Try it: Word for word, restate the entries below, but exclude the images.

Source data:
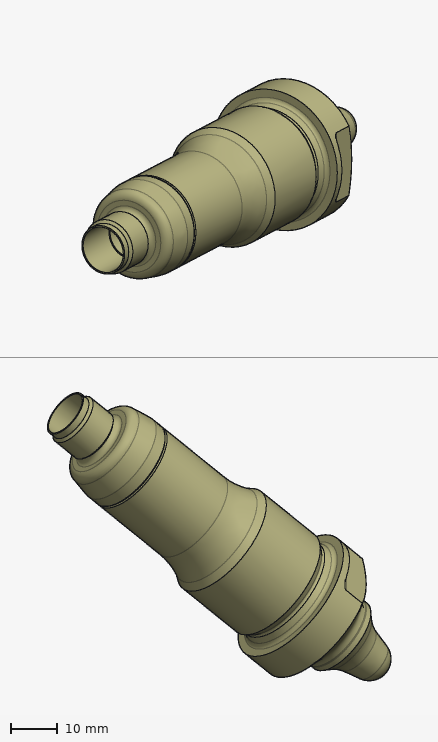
import cadquery as cq
import math

length = 97.1

joint_y = 19.7
joint_edge = 0.3
barrel_radius = 21.5 / 2

mouth_radius = 10.1 / 2
bore_radius = 9.5 / 2
tail_radius = 10.8 / 2
spigot_radius = 12.0 / 2
tail_length = 1.65
spigot_chamfer = spigot_radius - tail_radius
spigot_end_y = 8.4

shoulder_y = 10.3
neck_fillet = 1.4
shoulder_face_radius = 16.0 / 2
shoulder_fillet = 1.9
taper_start_y = 16.7
taper_bulge = 0.05

socket_radius = 8.0 / 2
flare_start_y = 38.5
flare_arc_end_y = 45.8
flare_arc_end_radius = 24.5 / 2
collar_start_y = 47.6
collar_end_y = 64.0
collar_radius = 26.6 / 2

groove_radius = 24.3 / 2
groove_floor_y = 65.9
groove_collar_side = (24.7 / 2, 65.4)
groove_flange_side = (24.7 / 2, 66.3)
relief_end = (25.8 / 2, 67.8)
flange_foot_radius = 27.8 / 2

flange_start_y = 68.6
flange_end_y = 76.5
flange_radius = 31.5 / 2
flange_cone_angle = 60.0
sweep_radius = 20.9 / 2
sweep_y = 79.6
flat_distance = 27.3 / 2
flat_start_y = 70.4
flat_fillet = 1.2

ring_start_y = 82.4
ring_end_y = 83.8
ring_radius = 18.0 / 2
ring_foot_y = 82.1
ring_foot_radius = 18.1 / 2
nose_cone_end_y = 85.6
nose_cone_end_radius = 14.9 / 2
tip_cone_start_y = 88.8
tip_cone_start_radius = 11.3 / 2
tip_start_y = 93.5
tip_start_radius = 9.1 / 2


def make_end_cap():
    """Hollow cap with the tail spigot and the rounded shoulder."""
    diagonal = math.sqrt(0.5)
    neck_end_y = shoulder_y - neck_fillet
    taper_end_radius = shoulder_face_radius + shoulder_fillet
    taper_end_y = shoulder_y + shoulder_fillet

    neck_middle = (
        tail_radius + neck_fillet * (1 - diagonal),
        neck_end_y + neck_fillet * diagonal,
    )
    shoulder_middle = (
        shoulder_face_radius + shoulder_fillet * diagonal,
        taper_end_y - shoulder_fillet * diagonal,
    )
    taper_middle = (
        (taper_end_radius + barrel_radius) / 2 + taper_bulge,
        (taper_end_y + taper_start_y) / 2,
    )

    outline = (
        cq.Workplane("XY")
        .moveTo(mouth_radius, 0)
        .lineTo(tail_radius, 0)
        .lineTo(tail_radius, tail_length)
        .lineTo(spigot_radius, tail_length + spigot_chamfer)
        .lineTo(spigot_radius, spigot_end_y)
        .lineTo(tail_radius, neck_end_y)
        .threePointArc(neck_middle, (tail_radius + neck_fillet, shoulder_y))
        .lineTo(shoulder_face_radius, shoulder_y)
        .threePointArc(shoulder_middle, (taper_end_radius, taper_end_y))
        .threePointArc(taper_middle, (barrel_radius, taper_start_y))
        .lineTo(barrel_radius, joint_y - joint_edge)
        .lineTo(barrel_radius - joint_edge, joint_y)
        .lineTo(bore_radius, joint_y)
        .lineTo(bore_radius, shoulder_y)
        .lineTo(mouth_radius, shoulder_y)
        .close()
    )
    return outline.revolve(360, (0, 0), (0, 1))


def make_body_blank():
    """Turned main body, with its hemispherical recess at the joint."""
    socket_middle = (
        socket_radius * math.sqrt(0.5),
        joint_y + socket_radius * math.sqrt(0.5),
    )

    cone = math.radians(flange_cone_angle)
    cone_direction = (-math.sin(cone), math.cos(cone))
    axis_direction = (0, 1)

    tip_height = length - tip_start_y
    tip_sphere_radius = (tip_start_radius**2 + tip_height**2) / (2 * tip_height)

    outline = (
        cq.Workplane("XY")
        .moveTo(0, joint_y + socket_radius)
        .threePointArc(socket_middle, (socket_radius, joint_y))
        .lineTo(barrel_radius - joint_edge, joint_y)
        .lineTo(barrel_radius, joint_y + joint_edge)
        .lineTo(barrel_radius, flare_start_y)
        .tangentArcPoint((flare_arc_end_radius, flare_arc_end_y), relative=False)
        .lineTo(collar_radius, collar_start_y)
        .lineTo(collar_radius, collar_end_y)
        .lineTo(*groove_collar_side)
        .threePointArc((groove_radius, groove_floor_y), groove_flange_side)
        .lineTo(*relief_end)
        .tangentArcPoint((flange_foot_radius, flange_start_y), relative=False)
        .lineTo(flange_radius, flange_start_y)
        .lineTo(flange_radius, flange_end_y)
        .spline(
            [(sweep_radius, sweep_y), (ring_foot_radius, ring_foot_y)],
            tangents=[cone_direction, axis_direction],
            includeCurrent=True,
        )
        .lineTo(ring_radius, ring_start_y)
        .lineTo(ring_radius, ring_end_y)
        .lineTo(nose_cone_end_radius, nose_cone_end_y)
        .tangentArcPoint((tip_cone_start_radius, tip_cone_start_y), relative=False)
        .lineTo(tip_start_radius, tip_start_y)
        .radiusArc((0, length), -tip_sphere_radius)
        .close()
    )
    return outline.revolve(360, (0, 0), (0, 1))


def make_flat_cutter(side):
    """Cutter for one flange flat, filleted at its foot; side is +1 or -1 along X."""
    inner = flat_distance
    outer = 1.1 * flange_radius
    fillet_middle = (
        side * (inner + flat_fillet * (1 - math.sqrt(0.5))),
        flat_start_y + flat_fillet * (1 - math.sqrt(0.5)),
    )
    return (
        cq.Workplane("XY")
        .moveTo(side * outer, flat_start_y)
        .lineTo(side * (inner + flat_fillet), flat_start_y)
        .threePointArc(fillet_middle, (side * inner, flat_start_y + flat_fillet))
        .lineTo(side * inner, ring_foot_y)
        .lineTo(side * outer, ring_foot_y)
        .close()
        .extrude(flange_radius, both=True)
    )


def make_main_body():
    body = make_body_blank()
    for side in (-1, 1):
        body = body.cut(make_flat_cutter(side))
    return body


end_cap = make_end_cap()
main_body = make_main_body()

result = cq.Compound.makeCompound([end_cap.val(), main_body.val()])

Output:
import cadquery as cq
import math

length = 97.1

joint_y = 19.7
joint_edge = 0.3
barrel_radius = 21.5 / 2

mouth_radius = 10.1 / 2
bore_radius = 9.5 / 2
tail_radius = 10.8 / 2
spigot_radius = 12.0 / 2
tail_length = 1.65
spigot_chamfer = spigot_radius - tail_radius
spigot_end_y = 8.4

shoulder_y = 10.3
neck_fillet = 1.4
shoulder_face_radius = 16.0 / 2
shoulder_fillet = 1.9
taper_start_y = 16.7
taper_bulge = 0.05

socket_radius = 8.0 / 2
flare_start_y = 38.5
flare_arc_end_y = 45.8
flare_arc_end_radius = 24.5 / 2
collar_start_y = 47.6
collar_end_y = 64.0
collar_radius = 26.6 / 2

groove_radius = 24.3 / 2
groove_floor_y = 65.9
groove_collar_side = (24.7 / 2, 65.4)
groove_flange_side = (24.7 / 2, 66.3)
relief_end = (25.8 / 2, 67.8)
flange_foot_radius = 27.8 / 2

flange_start_y = 68.6
flange_end_y = 76.5
flange_radius = 31.5 / 2
flange_cone_angle = 60.0
sweep_radius = 20.9 / 2
sweep_y = 79.6
flat_distance = 27.3 / 2
flat_start_y = 70.4
flat_fillet = 1.2

ring_start_y = 82.4
ring_end_y = 83.8
ring_radius = 18.0 / 2
ring_foot_y = 82.1
ring_foot_radius = 18.1 / 2
nose_cone_end_y = 85.6
nose_cone_end_radius = 14.9 / 2
tip_cone_start_y = 88.8
tip_cone_start_radius = 11.3 / 2
tip_start_y = 93.5
tip_start_radius = 9.1 / 2


def make_end_cap():
    """Hollow cap with the tail spigot and the rounded shoulder."""
    diagonal = math.sqrt(0.5)
    neck_end_y = shoulder_y - neck_fillet
    taper_end_radius = shoulder_face_radius + shoulder_fillet
    taper_end_y = shoulder_y + shoulder_fillet

    neck_middle = (
        tail_radius + neck_fillet * (1 - diagonal),
        neck_end_y + neck_fillet * diagonal,
    )
    shoulder_middle = (
        shoulder_face_radius + shoulder_fillet * diagonal,
        taper_end_y - shoulder_fillet * diagonal,
    )
    taper_middle = (
        (taper_end_radius + barrel_radius) / 2 + taper_bulge,
        (taper_end_y + taper_start_y) / 2,
    )

    outline = (
        cq.Workplane("XY")
        .moveTo(mouth_radius, 0)
        .lineTo(tail_radius, 0)
        .lineTo(tail_radius, tail_length)
        .lineTo(spigot_radius, tail_length + spigot_chamfer)
        .lineTo(spigot_radius, spigot_end_y)
        .lineTo(tail_radius, neck_end_y)
        .threePointArc(neck_middle, (tail_radius + neck_fillet, shoulder_y))
        .lineTo(shoulder_face_radius, shoulder_y)
        .threePointArc(shoulder_middle, (taper_end_radius, taper_end_y))
        .threePointArc(taper_middle, (barrel_radius, taper_start_y))
        .lineTo(barrel_radius, joint_y - joint_edge)
        .lineTo(barrel_radius - joint_edge, joint_y)
        .lineTo(bore_radius, joint_y)
        .lineTo(bore_radius, shoulder_y)
        .lineTo(mouth_radius, shoulder_y)
        .close()
    )
    return outline.revolve(360, (0, 0), (0, 1))


def make_body_blank():
    """Turned main body, with its hemispherical recess at the joint."""
    socket_middle = (
        socket_radius * math.sqrt(0.5),
        joint_y + socket_radius * math.sqrt(0.5),
    )

    cone = math.radians(flange_cone_angle)
    cone_direction = (-math.sin(cone), math.cos(cone))
    axis_direction = (0, 1)

    tip_height = length - tip_start_y
    tip_sphere_radius = (tip_start_radius**2 + tip_height**2) / (2 * tip_height)

    outline = (
        cq.Workplane("XY")
        .moveTo(0, joint_y + socket_radius)
        .threePointArc(socket_middle, (socket_radius, joint_y))
        .lineTo(barrel_radius - joint_edge, joint_y)
        .lineTo(barrel_radius, joint_y + joint_edge)
        .lineTo(barrel_radius, flare_start_y)
        .tangentArcPoint((flare_arc_end_radius, flare_arc_end_y), relative=False)
        .lineTo(collar_radius, collar_start_y)
        .lineTo(collar_radius, collar_end_y)
        .lineTo(*groove_collar_side)
        .threePointArc((groove_radius, groove_floor_y), groove_flange_side)
        .lineTo(*relief_end)
        .tangentArcPoint((flange_foot_radius, flange_start_y), relative=False)
        .lineTo(flange_radius, flange_start_y)
        .lineTo(flange_radius, flange_end_y)
        .spline(
            [(sweep_radius, sweep_y), (ring_foot_radius, ring_foot_y)],
            tangents=[cone_direction, axis_direction],
            includeCurrent=True,
        )
        .lineTo(ring_radius, ring_start_y)
        .lineTo(ring_radius, ring_end_y)
        .lineTo(nose_cone_end_radius, nose_cone_end_y)
        .tangentArcPoint((tip_cone_start_radius, tip_cone_start_y), relative=False)
        .lineTo(tip_start_radius, tip_start_y)
        .radiusArc((0, length), -tip_sphere_radius)
        .close()
    )
    return outline.revolve(360, (0, 0), (0, 1))


def make_flat_cutter(side):
    """Cutter for one flange flat, filleted at its foot; side is +1 or -1 along X."""
    inner = flat_distance
    outer = 1.1 * flange_radius
    fillet_middle = (
        side * (inner + flat_fillet * (1 - math.sqrt(0.5))),
        flat_start_y + flat_fillet * (1 - math.sqrt(0.5)),
    )
    return (
        cq.Workplane("XY")
        .moveTo(side * outer, flat_start_y)
        .lineTo(side * (inner + flat_fillet), flat_start_y)
        .threePointArc(fillet_middle, (side * inner, flat_start_y + flat_fillet))
        .lineTo(side * inner, ring_foot_y)
        .lineTo(side * outer, ring_foot_y)
        .close()
        .extrude(flange_radius, both=True)
    )


def make_main_body():
    body = make_body_blank()
    for side in (-1, 1):
        body = body.cut(make_flat_cutter(side))
    return body


end_cap = make_end_cap()
main_body = make_main_body()

result = cq.Compound.makeCompound([end_cap.val(), main_body.val()])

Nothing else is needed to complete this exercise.